Who will be affected by it?

All OCTs: Aruba, British Virgin Islands, Bonaire, CuraƧao, Saba, Sint-Eustatius, Sint Maarten, Anguilla, Cayman islands, Turks & Caicos islands, Montserrat, New Caledonia, French Polynesia, Wallis & Futuna, Pitcairn, British Indian Ocean Territory, Mayotte, St Pierre & Miquelon, Greenland, British Antarctic Territory, Falkland islands, South Georgian and South Sandwich Islands, St Helena, French Southern and Antarctic Territories.

The special relationship between the EU and the OCTs should move away from a classic development cooperation approach to a reciprocal partnership to support the OCTs’ sustainable development and promote the EU’s values and standards in the wider world. According to Commission Communication COM(2009)623 the focus of the renewed OCT/EU partnership should be on three central objectives tailored to the OCTs’ specificity:

i) Enhancing competitiveness

ii) strengthening resilience and

iii) promoting cooperation

These objectives are to be pursued via five inter-linked principles and axes of cooperation, which are: 

(a) to support the development of OCTs as centres of excellence

(b) to support the voluntary adoption by OCTs of EU rules and standards

(c) to cooperate with OCTs on environmental issues and disaster risk reduction

(d) promote OCT accessibility, and (e) to ensure trade and economic cooperation.
 

The future association will no longer require a relationship between donor and aid partner as is the case today, but will call for a new framework of cooperation. In this regard, the EUs internal policies offer interesting examples. 

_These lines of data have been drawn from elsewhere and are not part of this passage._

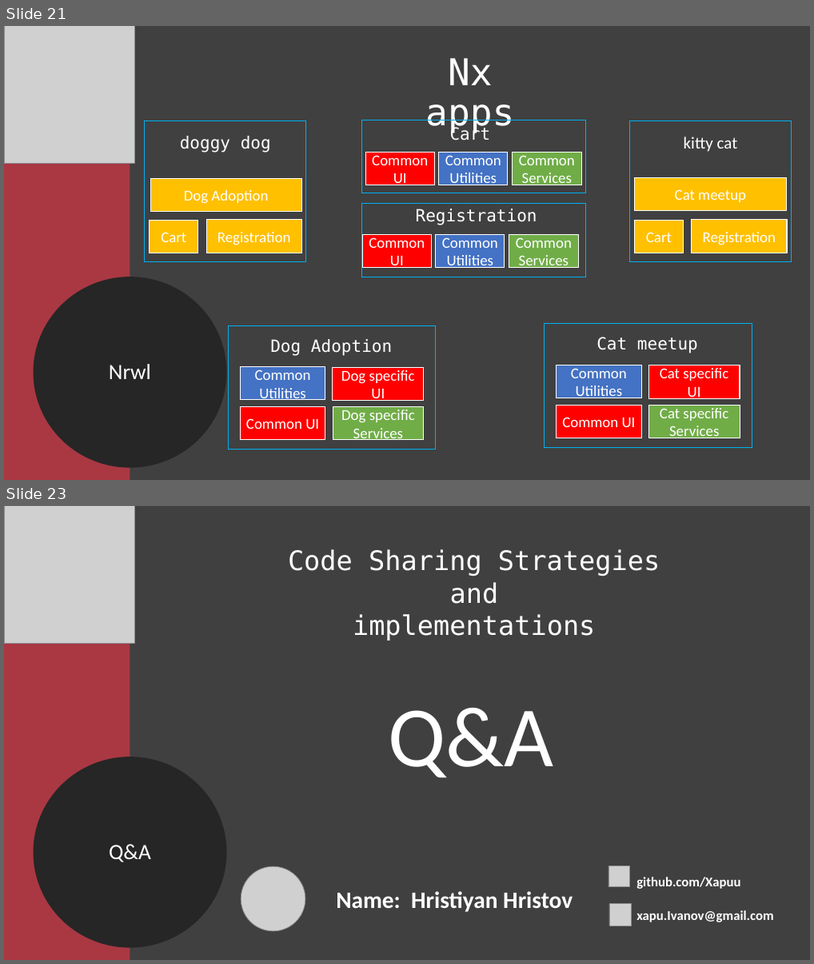
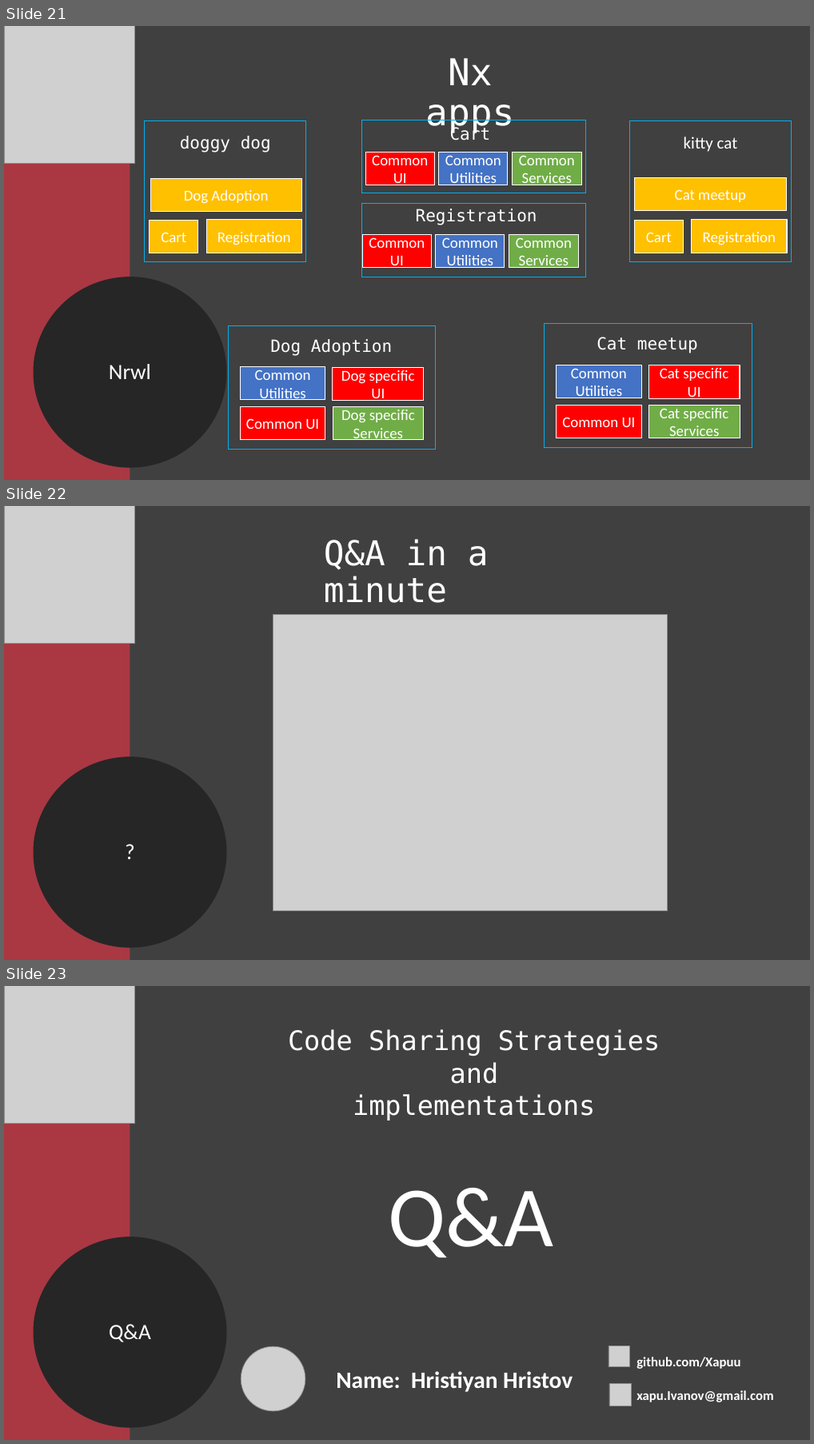
Before and after one commit to Xapuu/programingStuff, a slide deck: ngMeetup.pptx. Shown one above the other, each under a label of ours: slides 21 and 23 before the commit, slides 21, 22 and 23 after it; the slides between them are not shown. The pictures are 814x964 and 814x1444 pixels, drawn with LibreOffice and Linux fonts; fonts in the diff are those of the drawing; grey boxes stand for pictures. Boxes give left, top, right and bottom in pixels: in the first picture for what was removed or moved away, otherwise in the second. Text is boxed around its words. In the diff, an @@ line names an element or a change of style, - is before the commit and + after.

```diff
--- a/ngMeetup.pptx
+++ b/ngMeetup.pptx
@@ slide 22 added at bbox=[4, 506, 810, 960], background #404040 @@
@@ rectangle added at bbox=[4, 506, 130, 960], fill #A93843 @@
@@ picture added at bbox=[4, 506, 134, 644] @@
@@ text added at bbox=[324, 539, 489, 603], 40.7 pt, text #FFFFFF @@
+Q&A in a minute
@@ picture added at bbox=[274, 615, 668, 910] @@
@@ ellipse added at bbox=[39, 763, 221, 941], fill #262626, outline #262626 13.75 pt, 26 pt, text #FFFFFF @@
+?
```
Also in this commit, not shown: 1 slide changed, 1 slide removed, 2 other files.

This does not mean that these policies or parts of them should be applied as such to the OCTs, or that the OCTs should be brought within the scope of these policies. Instead, the detailed rules and procedures for the association of the OCTs with the EU after 2013 should continue to be based on Article 203 of the TFEU, but should draw inspiration from successful formulae followed in implementing the EU's internal policies. 

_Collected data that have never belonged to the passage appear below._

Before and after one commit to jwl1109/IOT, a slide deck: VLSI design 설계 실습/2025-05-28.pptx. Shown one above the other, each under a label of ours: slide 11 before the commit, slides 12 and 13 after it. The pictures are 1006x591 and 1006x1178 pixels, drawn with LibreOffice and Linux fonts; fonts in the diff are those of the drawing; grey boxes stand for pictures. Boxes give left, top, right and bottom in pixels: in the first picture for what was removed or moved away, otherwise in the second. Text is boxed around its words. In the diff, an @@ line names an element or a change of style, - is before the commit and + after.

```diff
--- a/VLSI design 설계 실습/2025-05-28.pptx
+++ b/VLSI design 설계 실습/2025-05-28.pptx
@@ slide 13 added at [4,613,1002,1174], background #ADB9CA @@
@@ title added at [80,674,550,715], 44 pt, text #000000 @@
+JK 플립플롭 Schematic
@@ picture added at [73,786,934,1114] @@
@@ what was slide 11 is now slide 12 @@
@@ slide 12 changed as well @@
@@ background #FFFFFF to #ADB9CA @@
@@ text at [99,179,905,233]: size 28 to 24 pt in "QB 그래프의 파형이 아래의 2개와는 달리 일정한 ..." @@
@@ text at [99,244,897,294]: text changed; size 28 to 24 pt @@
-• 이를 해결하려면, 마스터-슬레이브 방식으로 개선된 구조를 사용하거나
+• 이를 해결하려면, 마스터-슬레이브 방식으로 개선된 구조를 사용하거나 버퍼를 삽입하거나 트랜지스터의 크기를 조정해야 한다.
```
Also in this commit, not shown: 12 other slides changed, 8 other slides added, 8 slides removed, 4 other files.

Following the outcome of the public consultation that was organised in 2008, the statements and declarations of the four relevant EU Member States and the OCTs themselves during the last OCT Fora as well as the Council Conclusions of December 2009, the next step would be to submit to the Council a proposal to revise the Overseas Association Decision. This would go beyond routine up-date of existing legislation and would concern the OCT-EU association in all of its aspects. 

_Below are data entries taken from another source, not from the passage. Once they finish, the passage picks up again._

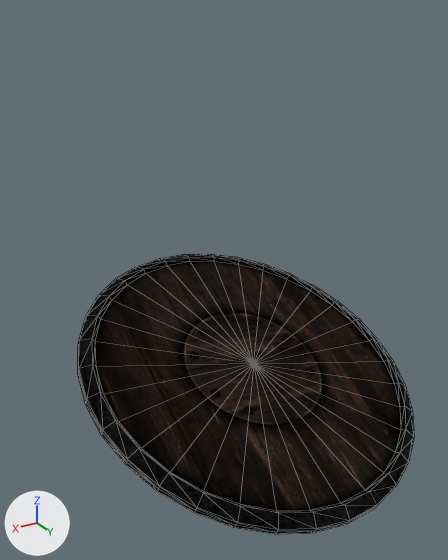
The glTF model assets/models/SHIELD_04.glb: old version first, new version second.
Before and after are seen from a 50 mm camera at (0.529, 0.924, 0.588) aimed at (0.049, 0.123, 0.187). The axes (+X, +Y, +Z) are drawn at lower left. The lights are the same throughout. Mesh edges are drawn as thin lines. Vertices at the same position are counted once.
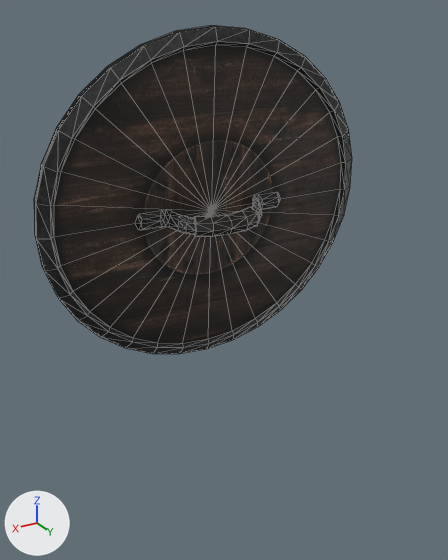
Location of each change, [x1, y1, x2, y2] in pixels of the pictures (448 x 560 px):
'Mesh', surface changed, reshaped (17% taller)
    before: [78, 254, 414, 534]
    after: [34, 25, 352, 354]

The change in detail:
In material 'SHIELD_WD_03' (mat_shield_wd_03), metallic goes from 1.0 to 0.0.
me_mesh has 368 vertices, 712 faces and spans x -0.307..0.299, y -0.152..0.417, z -0.115..0.135.
me_mesh is used by ob_mesh; location (0.0, 0.0, 0.0).
me_mesh part 1: the whole mesh is multiplied about its middle by the matrix ((0.022, 0.893, -0.45), (-0.018, -0.449, -0.893), (-1.0, 0.028, 0.006)), then moved by (0.005, -0.141, 0.257).

Article 203 of the TFEU requires an act adopted by the Council, at the latest when the current Overseas Association Decision expires. As regards the future Financial Instrument a detailed analysis is carried out in the context of the Multi-Annual Financial Framework (MFF) post 2013. 

Nevertheless, it has to be recalled, that the 2009 Communication indicated that the aim of the new Association should be not to revise the current financial framework with a view to broadening assistance to the OCTs, but rather to limit cooperation to more concentrated areas. The new Association could provide a better access of OCTs to various European Programmes to which they are eligible but also to define rules that would take into consideration the administrative capacity and size of the OCTs.